Sur la route d'Ohrid

[TRAVEL BOOK #9] – Northern Macedonia by bicycle

[Northern Macedonia, D+90, 3 229 km, 8-12 June 2022]

Initially we didn’t think we would be cycling here, but the road took us to the Republic of Northern Macedonia for a few days!

New currency (the most beautiful banknotes we have ever seen), language, architecture and new alphabet!

If you don’t have many more pictures, it’s HERE (with the rain, we couldn’t take the camera out)

We took the opportunity to have a little history lesson on North Macedonia

In 1991, the country declared its independence from Yugoslavia as the Republic of Macedonia. Greece REALLY didn’t like it, and for almost 27 years it was a real semantic war between them!

In 2018 the country capitulated, changed its name and became the Republic of North Macedonia!

In fact, the name Macedonia, refers to the region of Ancient Greece carried by the powerful Alexander the Great (the famous king of Macedonia)! Greece obviously couldn’t stand to see its neighbour take over this part of their common history! Oops. 💔

And it goes on until the most basic element of language: to say NO in Macedonia one simply says “nè”. And where it gets tricky is that to say YES in Greece you say… “nè”. Alexander the Great left some traces and some absurdities (seen from the outside, anyway!)

Drapeaux de prières

Easy border crossing with a splendid view on the Ohrid lake, one of the oldest in the world! The sky is getting cloudy. For a change, the big question is: when will it rain? It’s the one that comes up most often these last few days!

Village de pêcheurs reconstitué, "The Bay of Bones"
Reconstructed fishing village, “The Bay of Bones

We notice with amusement policemen more or less well hidden behind trees, sitting on benches in the shade, on cafe terraces, behind dustbins, between two cars… every 100 meters! The game is to find them, which keeps us entertained for a good ten km! Well, we learnt later that we were not in the middle of a game of hide and seek or “where is Charlie” just to entertain us, but that an important political congress was being held in Ohrid on that very day, bringing together the heads of Balkan states: less fun!

Ohrid. After our Albanian crush, far from the tourist trails, here we are in a particularly touristy city. The contrast is striking! That said, we understand why, this small seaside resort is full of charms. Between two showers, we go to soak up its old town, its medieval churches and its monasteries. Even if the bicycle is a slow way of transportation (even if you pedal at full speed), the transitions are sometimes brutal! We smile because the thought that emerges in our heads is that we have the feeling of being “in Europe again”.

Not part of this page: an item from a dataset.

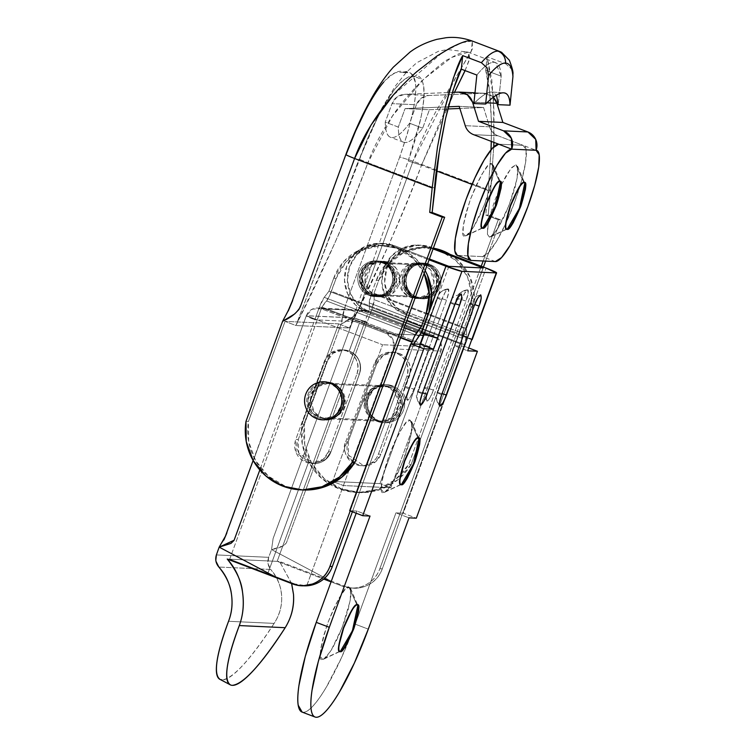 <?xml version="1.0" encoding="UTF-8"?>
<svg xmlns="http://www.w3.org/2000/svg" width="755" height="755" viewBox="0 0 755 755"><rect width="100%" height="100%" fill="white"/><g stroke="black" fill="none" stroke-linecap="round" stroke-linejoin="round"><path stroke-width="0.57" stroke-dasharray="3.77 2.83" d="M503.5 92.827L491.911 92.034C487.881 91.714 481.869 95.555 473.866 103.548C481.86 95.536 487.881 91.695 491.911 92.034L496.526 95.092L491.911 92.034L503.5 92.827M499.734 51.482A142.478 27.86 -69.2 0 1 505.727 63.835L511.456 68.95L505.727 63.835A142.478 27.86 110.8 0 0 499.772 51.491M512.938 76.614L512.956 74.056L511.465 68.969L512.89 73.377M389.957 386.928L387.523 386.815L395.025 392.355L398.782 405.048L391.76 417.817L380.586 421.299L375.31 420.195L383.03 421.413L394.195 417.93L401.216 405.161L397.46 392.468L389.957 386.928C394.469 388.636 397.715 391.732 399.716 396.205C401.707 400.678 401.868 405.218 400.178 409.823C398.489 414.438 395.46 417.76 391.071 419.808C386.692 421.856 382.247 422.026 377.745 420.308C373.234 418.6 369.978 415.505 367.987 411.031C365.996 406.558 365.835 402.019 367.525 397.413C369.214 392.798 372.243 389.476 376.622 387.428C381.011 385.38 385.456 385.21 389.957 386.928L384.673 385.824L373.508 389.306L366.486 402.075L370.243 414.769L377.745 420.308L375.31 420.195C370.799 418.487 367.543 415.392 365.552 410.918C363.561 406.445 363.4 401.905 365.09 397.3C366.779 392.685 369.808 389.363 374.187 387.315C378.566 385.267 383.011 385.097 387.523 386.815C392.034 388.523 395.28 391.618 397.281 396.092C399.272 400.565 399.423 405.105 397.743 409.71C396.054 414.325 393.025 417.647 388.636 419.695C384.257 421.743 379.812 421.913 375.31 420.195L367.798 414.655L364.052 401.962L371.064 389.193L382.238 385.711L389.957 386.928L331.492 384.21L333.927 384.323L328.651 383.229L317.477 386.711L310.456 399.47L314.212 412.173L321.715 417.713L319.28 417.6L311.777 412.06L308.021 399.357L315.043 386.598L326.207 383.115L331.492 384.21C326.99 382.502 322.545 382.662 318.157 384.71C313.778 386.758 310.749 390.09 309.059 394.695C307.37 399.31 307.53 403.849 309.522 408.323C311.522 412.796 314.769 415.882 319.28 417.6C323.782 419.308 328.227 419.148 332.615 417.1C336.994 415.052 340.024 411.72 341.713 407.115C343.402 402.509 343.242 397.961 341.251 393.497C339.25 389.023 336.003 385.928 331.492 384.21L338.995 389.759L342.751 402.453L335.73 415.222L324.565 418.695L319.28 417.6L321.715 417.713C326.226 419.421 330.662 419.261 335.05 417.213C339.429 415.165 342.459 411.834 344.148 407.228C345.837 402.613 345.677 398.074 343.685 393.61C341.694 389.136 338.438 386.041 333.927 384.323C329.425 382.615 324.98 382.776 320.601 384.823C316.213 386.871 313.183 390.203 311.494 394.808C309.814 399.423 309.965 403.963 311.957 408.436C313.957 412.9 317.204 415.996 321.715 417.713L327 418.808L338.174 415.325L345.186 402.566L341.439 389.873L333.927 384.323L331.492 384.21A17.809 17.431 92.7 0 1 326.556 418.676A17.809 17.431 92.7 0 1 319.28 417.6L377.745 420.308A17.809 17.431 -87.3 0 0 401.094 406.162A17.809 17.431 -87.3 0 0 382.681 385.852A17.809 17.431 -87.3 0 0 377.745 420.308L319.28 417.6C314.769 415.882 311.522 412.796 309.522 408.323C307.53 403.849 307.37 399.31 309.059 394.695C310.749 390.09 313.778 386.758 318.157 384.71C322.545 382.662 326.99 382.502 331.492 384.21C336.003 385.928 339.25 389.023 341.251 393.497C343.242 397.961 343.402 402.509 341.713 407.115C340.024 411.72 336.994 415.052 332.615 417.1C328.227 419.148 323.782 419.308 319.28 417.6A17.809 17.431 92.7 0 1 324.216 383.144A17.809 17.431 92.7 0 1 331.492 384.21L389.957 386.928C385.456 385.21 381.011 385.38 376.622 387.428C372.243 389.476 369.214 392.798 367.525 397.413C365.835 402.019 365.996 406.558 367.987 411.031C369.978 415.505 373.234 418.6 377.745 420.308C382.247 422.026 386.692 421.856 391.071 419.808C395.46 417.76 398.489 414.438 400.178 409.823C401.868 405.218 401.707 400.678 399.716 396.205C397.715 391.732 394.469 388.636 389.957 386.928M491.061 149.811L488.211 190.581L485.739 214.996L488.174 215.109L490.646 190.694L493.732 146.895L490.646 190.694L413.051 161.192L359.606 307.247L357.323 312.325L353.123 316.666L341.09 323.97L304.454 424.074L304.727 444.308L311.636 463.268L324.376 478.736L341.477 488.919L360.947 492.637L380.511 489.457L397.913 479.746L411.116 464.627L483.417 267.053L411.116 464.627L408.682 464.514L411.116 464.627A59.362 58.097 -87.3 0 1 356.303 492.383A59.362 58.097 -87.3 0 1 341.477 488.919A59.362 58.097 -87.3 0 1 304.454 424.074L341.09 323.97L343.063 313.457L346.29 303L399.735 156.946L407.474 133.352L412.759 112.278C415.269 100.047 416.184 90.506 415.505 83.654C414.967 78.209 413.372 74.764 410.72 73.32L406.388 72.301M493.893 142.374L494.015 111.372L491.76 79.624L487.06 56.738L485.691 70.3L489.58 91.619L491.354 120.271L491.316 141.393M338.655 323.857L285.06 321.375L295.941 325.518L349.537 328L338.655 323.857L302.019 423.961L304.454 424.074L302.019 423.961L302.293 444.195L309.201 463.155L321.941 478.623L339.042 488.806L358.502 492.524L378.076 489.344L395.478 479.633L408.682 464.514L481.246 266.232L408.682 464.514A59.362 58.097 92.7 0 1 353.868 492.269A59.362 58.097 92.7 0 1 339.042 488.806A59.362 58.097 92.7 0 1 302.019 423.961L338.655 323.857L285.06 321.375L295.941 325.518L333.965 244.903C347.545 214.854 358.861 187.457 367.911 162.731L434.616 188.099L367.911 162.731C346.639 218.025 322.649 272.291 295.941 325.518L349.537 328L338.655 323.857M345.875 154.511L346.139 154.454C359.673 119.554 372.177 95.46 383.644 82.172C393.091 72.754 399.697 69.441 403.481 72.235C409.144 69.885 413.155 73.688 415.505 83.654C417.034 97.537 411.777 121.97 399.735 156.946L413.051 161.192L456.464 76.255L471.28 51.331L472.356 41.072L472.3 49.207L435.484 112.25C426.377 129.114 418.902 145.432 413.051 161.192L358.757 309.569C355.586 315.401 349.697 320.205 341.09 323.97L345.441 305.313L399.735 156.946L413.051 161.192L490.646 190.694L488.174 215.109L485.739 214.996L498.253 219.752L500.688 219.865L488.174 215.109L500.688 219.865L485.597 261.107L500.688 219.865L498.253 219.752L483.162 260.994L498.253 219.752L485.739 214.996L488.211 190.581L471.998 184.418L488.211 190.581L490.986 149.905M403.481 72.235L395.714 72.622C392.1 73.782 388.07 76.963 383.644 82.172M288.278 310.918L282.625 321.262L291.845 302.83L346.139 154.454L292.695 300.509M245.988 421.356L248.423 421.469L285.06 321.375L248.423 421.469A59.362 58.097 -87.3 0 0 285.447 486.324L268.346 476.131L255.605 460.663L248.697 441.713L248.423 421.469L245.988 421.356M491.269 141.374L491.354 120.271C490.495 95.007 488.598 78.35 485.691 70.3L501.207 76.198L498.224 104.681L501.207 76.198C500.678 67.308 498.253 62.665 493.921 62.259C489.438 62.25 483.747 66.525 476.849 75.066C483.747 66.525 489.438 62.25 493.921 62.259L495.544 62.589L501.207 76.198L485.691 70.3L487.06 56.738L505.727 63.835L487.06 56.738L493.421 97.168M493.43 97.395L493.883 142.374M302.727 489.967L285.447 486.324A59.362 58.097 -87.3 0 0 300.273 489.787M465.042 70.583L469.308 60.089L468.194 52.189L466.713 51.916C463.693 51.434 457.719 53.841 448.791 59.135C446.649 59.277 437.4 66.799 421.035 81.71C408.427 94.668 398.527 106.625 391.345 117.601C380.945 133.229 373.13 148.282 367.911 162.731C361.503 160.239 358.682 158.899 359.465 158.71C371.545 127.236 383.04 104.426 393.95 90.289C403.387 79.049 410.191 74.415 414.363 76.378C424.555 72.036 431.681 95.498 408.181 160.966L421.507 165.222L408.181 160.966L349.537 328C376.245 274.773 400.235 220.517 421.507 165.222L436.569 170.951L421.507 165.222C412.457 189.949 401.141 217.336 387.56 247.385L349.537 328L408.181 160.966L420.422 119.922C422.989 108.361 424.216 98.952 424.093 91.685C423.989 85.645 422.913 81.436 420.865 79.058L414.363 76.378L406.152 78.369C402.462 80.483 398.395 84.456 393.95 90.289L381.662 109.484L368.044 137.268L295.941 325.518L359.191 158.767L295.941 325.518M421.507 165.222L440.854 119.894L454.519 92.289L421.507 165.222M465.137 70.621L469.865 57.805L468.194 52.189L451.65 57.427L423.47 79.35L392.477 115.93L367.911 162.731C361.503 160.239 358.682 158.899 359.465 158.71L381.256 109.173L395.384 86.013L406.133 72.574L416.505 62.882L438.476 51.264L447.677 49.519L468.194 52.189L495.544 62.589M472.234 41.025L461.55 42.808L442.392 52.557L392.968 95.479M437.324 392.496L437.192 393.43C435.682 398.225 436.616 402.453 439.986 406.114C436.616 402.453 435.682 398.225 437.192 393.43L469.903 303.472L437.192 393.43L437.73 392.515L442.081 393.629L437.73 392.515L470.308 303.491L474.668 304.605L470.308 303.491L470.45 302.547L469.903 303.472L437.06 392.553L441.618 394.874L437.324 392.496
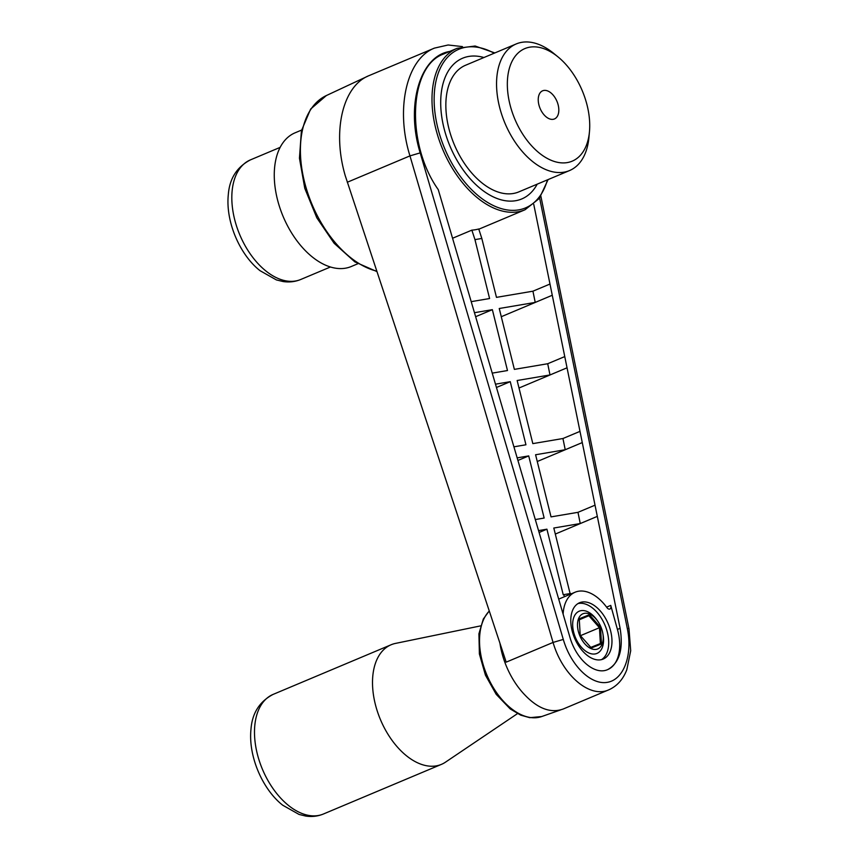 <?xml version="1.0" encoding="UTF-8"?>
<svg xmlns="http://www.w3.org/2000/svg" width="859" height="859" viewBox="0 0 859 859"><rect width="100%" height="100%" fill="white"/><g stroke="black" fill="none" stroke-linecap="round" stroke-linejoin="round"><path stroke-width="1.29" d="M570.666 593.462L570.848 594.009L570.666 593.462L563.794 594.632L570.666 593.462M553.808 528.027L570.097 593.558L553.808 528.027L580.255 523.539L597.316 516.388L595.029 505.178L620.112 628.316L597.316 516.388L555.301 534.062L597.316 516.388L580.255 523.539L553.808 528.027M409.958 155.887C395.237 108.792 406.597 58.831 434.461 48.104L369.091 75.603C342.784 85.836 332.046 131.019 345.275 175.784L506.198 662.149L553.056 642.435L563.289 639.429C570.902 665.682 591.003 685.257 607.324 682.336C623.72 679.716 632.847 655.192 627.328 628.584L539.624 198.021L627.328 628.584A7.634 0.87 168.5 0 1 628.992 628.788L628.992 628.788A7.634 0.87 168.5 0 0 627.328 628.584C632.847 655.192 623.72 679.716 607.324 682.336C591.003 685.257 570.902 665.682 563.289 639.429L553.056 642.435C562.559 675.389 589.897 698.635 608.795 689.831L608.795 689.831C589.897 698.635 562.559 675.389 553.056 642.435L409.958 155.887C395.237 108.792 406.597 58.831 434.461 48.104L369.091 75.603C342.784 85.836 332.046 131.019 345.275 175.784L506.198 662.149L553.056 642.435L409.958 155.887L347.272 182.258L409.958 155.887L420.18 152.881L563.289 639.429L420.18 152.881L409.958 155.887M481.824 238.458L478.742 228.977A87.575 52.463 -112.8 0 1 475.36 229.729A87.575 52.463 -112.8 0 1 471.87 230.137L474.952 239.629L481.824 238.458L478.742 228.977A87.575 52.463 -112.8 0 1 475.36 229.729A87.575 52.463 -112.8 0 1 471.87 230.137L474.952 239.629L481.824 238.458L496.47 297.364L481.824 238.458M443.512 54.042C408.68 66.347 405.673 143.904 438.251 189.614L494.29 380.118L438.251 189.614C405.673 143.904 408.68 66.347 443.512 54.042L457.106 48.319A87.575 52.463 67.2 0 0 440.463 143.7A87.575 52.463 67.2 0 0 517.956 211.819A87.575 52.463 67.2 0 0 525.021 209.768L478.817 229.203L525.021 209.768L539.28 198.483L548.096 179.585L539.28 198.483L525.021 209.768A87.575 52.463 67.2 0 1 517.956 211.819A87.575 52.463 67.2 0 1 440.463 143.7A87.575 52.463 67.2 0 1 457.106 48.319L443.512 54.042M452.564 238.254L471.87 230.137L452.564 238.254M499.949 643.294A61.064 36.583 67.2 0 0 524.731 694.813C538.002 708.75 550.844 713.485 563.246 708.997C550.844 713.485 538.002 708.75 524.731 694.813A61.064 36.583 67.2 0 1 499.949 643.294M533.75 204.356L595.029 505.178L577.978 512.329L580.255 523.539L577.978 512.329L551.038 516.882L535.587 454.755L565.222 449.729L562.946 438.519L532.827 443.62L517.139 380.516L549.996 374.953L547.709 363.733L549.996 374.953L567.047 367.802L582.273 442.578L565.222 449.729L535.587 454.755L551.038 516.882L577.978 512.329L595.029 505.178L582.273 442.578L565.222 449.729L562.946 438.519L579.997 431.368L562.946 438.519L532.827 443.62L517.139 380.516L549.996 374.953L567.047 367.802L518.997 388.01L567.047 367.802L564.76 356.582L547.709 363.733L514.369 369.381L547.709 363.733L564.76 356.582L552.273 295.26L535.221 302.411L499.24 308.499L514.369 369.381L499.24 308.499L535.221 302.411L552.273 295.26L501.28 316.713L552.273 295.26L549.985 284.039L532.934 291.19L496.47 297.364L532.934 291.19L535.221 302.411L532.934 291.19L549.985 284.039L533.75 204.356M569.796 636.83C576.131 659.572 594.782 675.625 607.796 669.548C619.36 663.073 623.462 649.329 620.112 628.316C623.462 649.329 619.36 663.073 607.796 669.548C594.782 675.625 576.131 659.572 569.796 636.83L494.29 380.118L569.796 636.83M483.928 57.521A76.333 45.72 67.2 0 0 468.756 56.436A76.333 45.72 67.2 0 0 462.604 58.219A76.333 45.72 -112.8 0 1 483.928 57.521A76.333 45.72 67.2 0 0 468.756 56.436A76.333 45.72 67.2 0 0 462.604 58.219A76.333 45.72 67.2 0 0 448.087 141.348A76.333 45.72 67.2 0 0 515.636 200.716A76.333 45.72 67.2 0 0 521.789 198.934A76.333 45.72 67.2 0 0 537.197 184.17A76.333 45.72 -112.8 0 1 521.789 198.934A76.333 45.72 -112.8 0 1 446.336 136.334A76.333 45.72 -112.8 0 1 462.604 58.219A76.333 45.72 67.2 0 0 448.087 141.348A76.333 45.72 67.2 0 0 515.636 200.716A76.333 45.72 67.2 0 0 521.789 198.934A76.333 45.72 67.2 0 0 537.197 184.17M606.959 607.635A3.812 2.287 67.2 0 0 609.858 609.042A3.812 2.287 67.2 0 0 610.749 605.391L617.438 629.443A41.984 25.147 -112.8 0 1 607.721 669.58A41.984 25.147 -112.8 0 0 617.438 629.443L620.112 628.316L617.438 629.443L610.749 605.391A3.812 2.287 67.2 0 1 609.858 609.042A3.812 2.287 67.2 0 1 606.959 607.635A41.984 25.147 -112.8 0 0 575.101 592.216A41.984 25.147 -112.8 0 1 606.959 607.635M564.46 596.694L563.794 594.632L563.236 594.793L546.925 529.187L538.55 530.604L546.925 529.187L539.098 532.483L546.925 529.187L563.236 594.793L563.794 594.632L564.46 596.694L558.704 599.12L564.46 596.694M489.587 298.535L474.952 239.629L489.587 298.535L471.204 301.649L489.587 298.535M525.944 444.779L513.907 446.82L525.944 444.779L510.257 381.675L525.944 444.779M609.632 689.466L563.246 708.997L609.632 689.466M492.357 309.669L474.458 312.697L492.357 309.669L507.486 370.54L492.357 309.669L475.628 316.703L492.357 309.669M492.228 373.128L507.486 370.54L492.228 373.128M495.482 384.177L510.257 381.675L496.448 387.484L510.257 381.675L495.482 384.177M528.714 455.914L517.15 457.868L528.714 455.914L544.155 518.052L528.714 455.914L517.913 460.456L528.714 455.914M535.297 519.555L544.155 518.052L535.297 519.555M537.272 461.508L582.273 442.578L537.272 461.508M600.752 659.776A30.527 18.286 67.2 0 0 603.211 659.057A30.527 18.286 67.2 0 0 608.236 623.827A30.527 18.286 67.2 0 0 579.535 602.771A30.527 18.286 67.2 0 0 573.039 634.017A30.527 18.286 67.2 0 0 600.752 659.776A30.527 18.286 67.2 0 0 603.211 659.057A30.527 18.286 67.2 0 0 608.236 623.827A30.527 18.286 67.2 0 0 579.535 602.771A30.527 18.286 67.2 0 0 573.039 634.017A30.527 18.286 67.2 0 0 600.752 659.776M563.117 614.142A41.984 25.147 -112.8 0 1 575.101 592.216L558.704 599.12L575.101 592.216A41.984 25.147 -112.8 0 0 563.117 614.142M577.957 603.598A30.527 18.286 -112.8 0 1 578.73 603.437A30.527 18.286 -112.8 0 1 605.219 625.803A30.527 18.286 -112.8 0 1 601.525 659.615M602.943 634.082A22.903 13.712 -112.8 0 1 584.539 650.274A22.903 13.712 -112.8 0 1 572.76 622.26A22.903 13.712 -112.8 0 1 581.081 610.652A22.903 13.712 -112.8 0 1 597.209 620.434M539.355 106.43A15.269 9.148 -112.8 0 1 542.609 90.807A15.269 9.148 -112.8 0 1 556.954 101.33A15.269 9.148 -112.8 0 1 554.452 118.95A15.269 9.148 -112.8 0 1 539.355 106.43M511.846 111.09A61.064 36.583 -112.8 0 1 516.13 55.083A61.064 36.583 -112.8 0 1 558.039 56.919A61.064 36.583 -112.8 0 1 589.467 131.62A61.064 36.583 -112.8 0 1 555.891 161.922A61.064 36.583 -112.8 0 1 511.846 111.09M589.467 131.62L588.941 137.333A68.699 41.146 -112.8 0 1 569.528 170.565A68.699 41.146 -112.8 0 1 501.624 114.236A68.699 41.146 -112.8 0 1 516.259 43.927A68.699 41.146 -112.8 0 1 553.593 53.29L558.039 56.919M569.528 170.565L518.825 191.89A68.699 41.146 -112.8 0 1 450.921 135.561A68.699 41.146 -112.8 0 1 465.557 65.252L516.259 43.927M601.483 643.896L591.336 647.987L580.222 635.424L579.245 618.791L589.381 614.7L600.505 627.263L601.483 643.896L600.377 643.531L599.453 627.693L588.866 615.742L579.299 619.597M603.201 636.455A19.081 11.435 67.2 0 0 593.333 616.354A19.081 11.435 67.2 0 0 577.731 621.733A19.081 11.435 67.2 0 0 588.394 647.095A19.081 11.435 67.2 0 0 603.158 639.697A19.081 11.435 67.2 0 0 603.201 636.455M580.448 635.681L600.505 627.263M579.31 619.769L588.866 615.742L589.381 614.7M590.809 647.385L600.377 643.531M517.483 713.625L445.467 762.18A64.876 38.859 -112.8 0 1 441.429 764.37A64.876 38.859 -112.8 0 1 380.451 719.627A64.876 38.859 -112.8 0 1 391.124 644.755A64.876 38.859 -112.8 0 1 395.516 643.402L480.589 625.889M357.806 263.756L351.288 266.505A72.51 43.433 -112.8 0 1 279.615 207.03A72.51 43.433 -112.8 0 1 295.067 132.823L301.573 130.085M541.739 716.535A59.711 35.767 -112.8 0 1 489.458 680.618A59.711 35.767 -112.8 0 1 489.276 611.06A59.711 35.767 -112.8 0 0 489.458 680.618A59.711 35.767 -112.8 0 0 541.739 716.535L560.605 709.91L541.739 716.535L529.788 717.684L520.747 715.171L510.203 708.922L496.191 694.33L485.442 675.153L479.386 653.989L478.925 633.792L483.306 619.038L489.233 610.932L483.306 619.038L478.925 633.792L479.386 653.989L485.442 675.153L496.191 694.33L510.203 708.922L520.747 715.171L529.788 717.684L541.739 716.535M449.611 51.476C419.911 56.157 405.555 105.593 420.18 152.881C405.555 105.593 419.911 56.157 449.611 51.476M376.693 271.122A94.758 56.769 -112.8 0 1 305.825 186.833A94.758 56.769 -112.8 0 1 326.377 95.542L367.845 76.161L326.377 95.542L310.636 109.061L301.412 130.804L299.447 158.217L304.784 188.325L316.799 217.778L334.119 243.258L354.853 261.888L376.843 271.551L354.853 261.888L334.119 243.258L316.799 217.778L304.784 188.325L299.447 158.217L301.412 130.804L310.636 109.061L326.377 95.542A94.758 56.769 -112.8 0 0 305.825 186.833A94.758 56.769 -112.8 0 0 376.693 271.122M518.621 209.897A86.05 51.551 67.2 0 0 547.441 179.853A86.05 51.551 67.2 0 1 518.621 209.897A86.05 51.551 67.2 0 1 435.524 116.663A86.05 51.551 67.2 0 1 494.172 53.215A86.05 51.551 67.2 0 0 435.524 116.663A86.05 51.551 67.2 0 0 518.621 209.897M606.594 607.141L610.749 605.391L606.594 607.141M273.108 694.405C259.568 701.502 252.192 713.12 250.978 729.227C248.111 756.951 263.155 790.022 282.761 805.237L299.061 814.439L305.686 816.05C311.871 817.006 317.776 816.318 323.413 814.01A64.876 38.859 -112.8 0 1 262.435 769.277A64.876 38.859 -112.8 0 1 273.108 694.405L391.124 644.755M250.431 159.881C236.891 166.979 229.514 178.586 228.301 194.703C225.434 222.427 240.466 255.499 260.084 270.714L276.383 279.916L283.008 281.527C289.193 282.482 295.099 281.795 300.736 279.486A64.876 38.859 -112.8 0 1 239.758 234.743A64.876 38.859 -112.8 0 1 250.431 159.881L280.141 147.372M628.992 628.788L630.699 650.735L626.812 669.752C623.086 679.405 617.073 686.105 608.795 689.831C617.073 686.105 623.086 679.405 626.812 669.752L630.699 650.735L628.992 628.788L540.88 196.228L628.992 628.788M462.443 46.601L448.13 44.99L434.493 48.104L448.13 44.99L462.443 46.601M494.827 52.936L475.145 46.021L457.106 48.319L475.145 46.021L494.827 52.936M593.333 616.354L591.11 614.539M603.158 639.697L602.9 642.553M323.413 814.01L441.429 764.37M300.736 279.486L330.457 266.988"/></g></svg>

On the way to Bitola. Here comes THE day we’ve been afraid of for weeks: THE summit at 1,200 m altitude. Enough to make our newly muscled calves tremble! After a good night’s sleep, commando preparation and a champion breakfast before setting off for what promises to be a tough day. The road is pleasant, little traffic except for 5 garbage trucks that pass us at full speed.

Found: A large and beautiful open-air dump in the heart of the mountain 😀 Below, the giant burner is in charge of making the frequent arrivals disappear.

Déchetterie et bruloir à ciel ouvert
Rubbish dump and open burner – road to Bitola

It’s 12 o’clock. We arrived at the summit YAHOU. We realized while laughing that we had made a whole “mountain” of this day but that finally, it was really nothing compared to what we had already climbed in Albania, because we were already quite a lot in altitude! Barely time to breathe from this hillock when here come some wild dogs.

We quickly start a nice descent to Resen in the rain! We decide to continue anyway and book a dry room in Bitola!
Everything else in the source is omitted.